Sadly the article does not mention his most significant contribution, that 57 is a prime number. In his honour the number is now known as the Grothendieck Prime.
posted by phliar at 12:58 PM on May 6, 2021 [15 favorites]

What an interesting story. Thank you for sharing.
posted by Phreesh at 1:23 PM on May 6, 2021 [1 favorite]

I want to hear about Étale cohomology, and goats, and arrows. I expect I'll get as far as goat herding.
posted by sammyo at 2:05 PM on May 6, 2021

Was this ever interesting. Then 57 divided by 3 =19. I guess I have to relearn what prime number means.
posted by Oyéah at 2:52 PM on May 6, 2021

I had the same notion about 51. That seemed obviously prime. I just love that it isn't.
posted by chavenet at 2:55 PM on May 6, 2021

That's a really fascinating piece, thanks for linking it mubba!
posted by tavella at 3:27 PM on May 6, 2021

I learned in math class long ago, if you add up the numbers of a number and that sum is divisible by three, then the number is divisible by three. So 49, 4+9=12 1+2=3, the number is divisible by three. I thought this was miraculous! This otherwise secret property. Anyway this mathematician!
posted by Oyéah at 3:41 PM on May 6, 2021 [4 favorites]

Here's a trick: A number is divisible by 3 if the sum of its digits is divisible by 3. So, 57 = 5 + 7 = 12 = 3 x 4 is divisible by 3; as is 51 = 5 + 1 = 6 = 3 x 2. Also randomly chosen 710366298285411 = 7 + ... + 1 = 63.

Edit: Oyeah beat me to it.
posted by axiom at 4:10 PM on May 6, 2021

Absolutely fascinating!
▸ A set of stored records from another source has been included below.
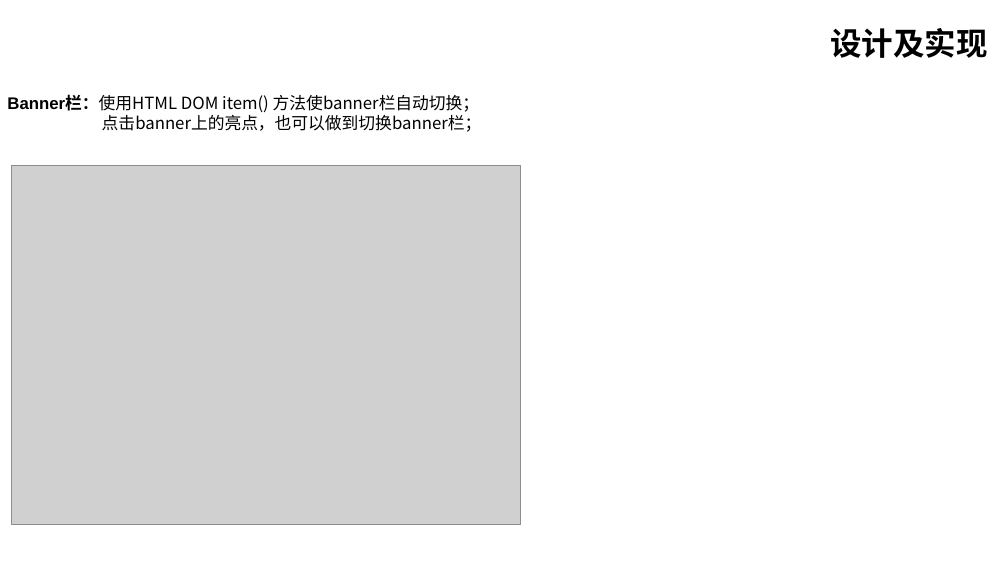
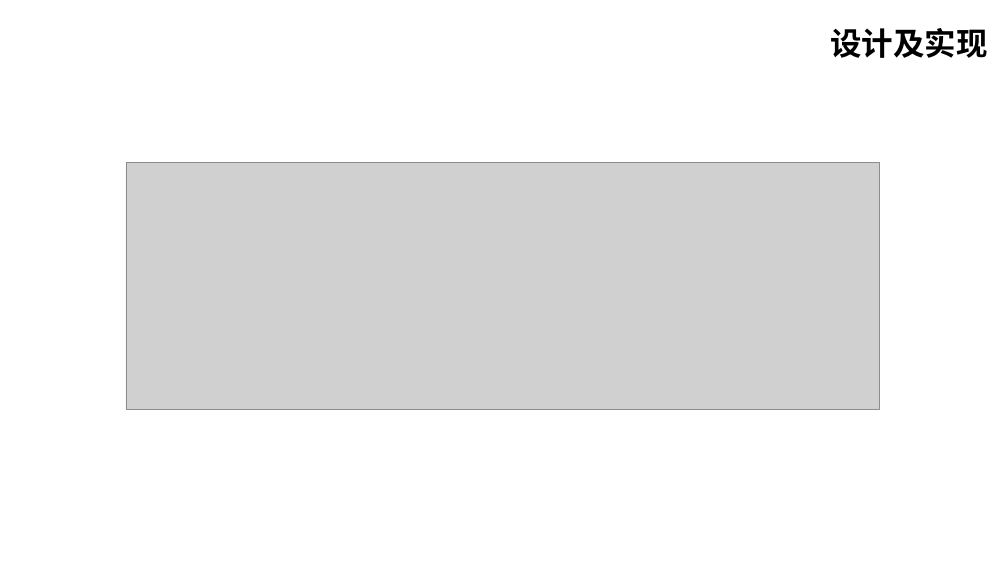
Before and after one commit to huiyaoren/CYMOOC, a slide deck: slide 10 of doc/传一在线教育网站.ppt (slide 11 before the commit). Drawn at 1008x567 pixels with LibreOffice and Linux fonts; fonts in the diff are those of the drawing; grey boxes stand for pictures. Boxes give left, top, right and bottom in pixels: in the first picture for what was removed or moved away, otherwise in the second. Text is boxed around its words. In the diff, an @@ line names an element or a change of style, - is before the commit and + after.

```diff
--- a/doc/传一在线教育网站.ppt
+++ b/doc/传一在线教育网站.ppt
@@ text removed at (7,95,482,132) @@
-Banner栏：使用HTML DOM item() 方法使banner栏自动切换；
-点击banner上的亮点，也可以做到切换banner栏；
@@ picture: place and size @@
-picture at (11,165,521,524)
+picture at (126,162,880,410)
```
Also in this commit, not shown: 6 other slides changed, 8 slides added, 9 slides removed, 1 other file.

I'm tempted to describe the story as a tragedy but whatever was going on within him in his hermit years seems to have been so opaque to anyone else (and it appears that he vastly preferred it that way) that I wouldn't feel comfortable making that judgment. Also, as I was reading the latter part of the story, I kept thinking of U.G. Krishnamurti (previously)
posted by treepour at 4:22 PM on May 6, 2021

So 49, 4+9=12 1+2=3, the number is divisible by three.

Checks out -- after all, 49 = 9².
posted by aws17576 at 4:34 PM on May 6, 2021 [6 favorites]

I guess I have to relearn what prime number means.

Oyéah, Phliar's link says that a Grothendieck prime is a number that looks like it's prime but isn't. They're not really primes, just ones that people might assume are prime. It's based on this anecdote:

In a mathematical conversation, someone suggested to Grothendieck that they should consider a particular prime number. “You mean an actual number?” Grothendieck asked. The other person replied, yes, an actual prime number. Grothendieck suggested, “All right, take 57.” [source: PDF]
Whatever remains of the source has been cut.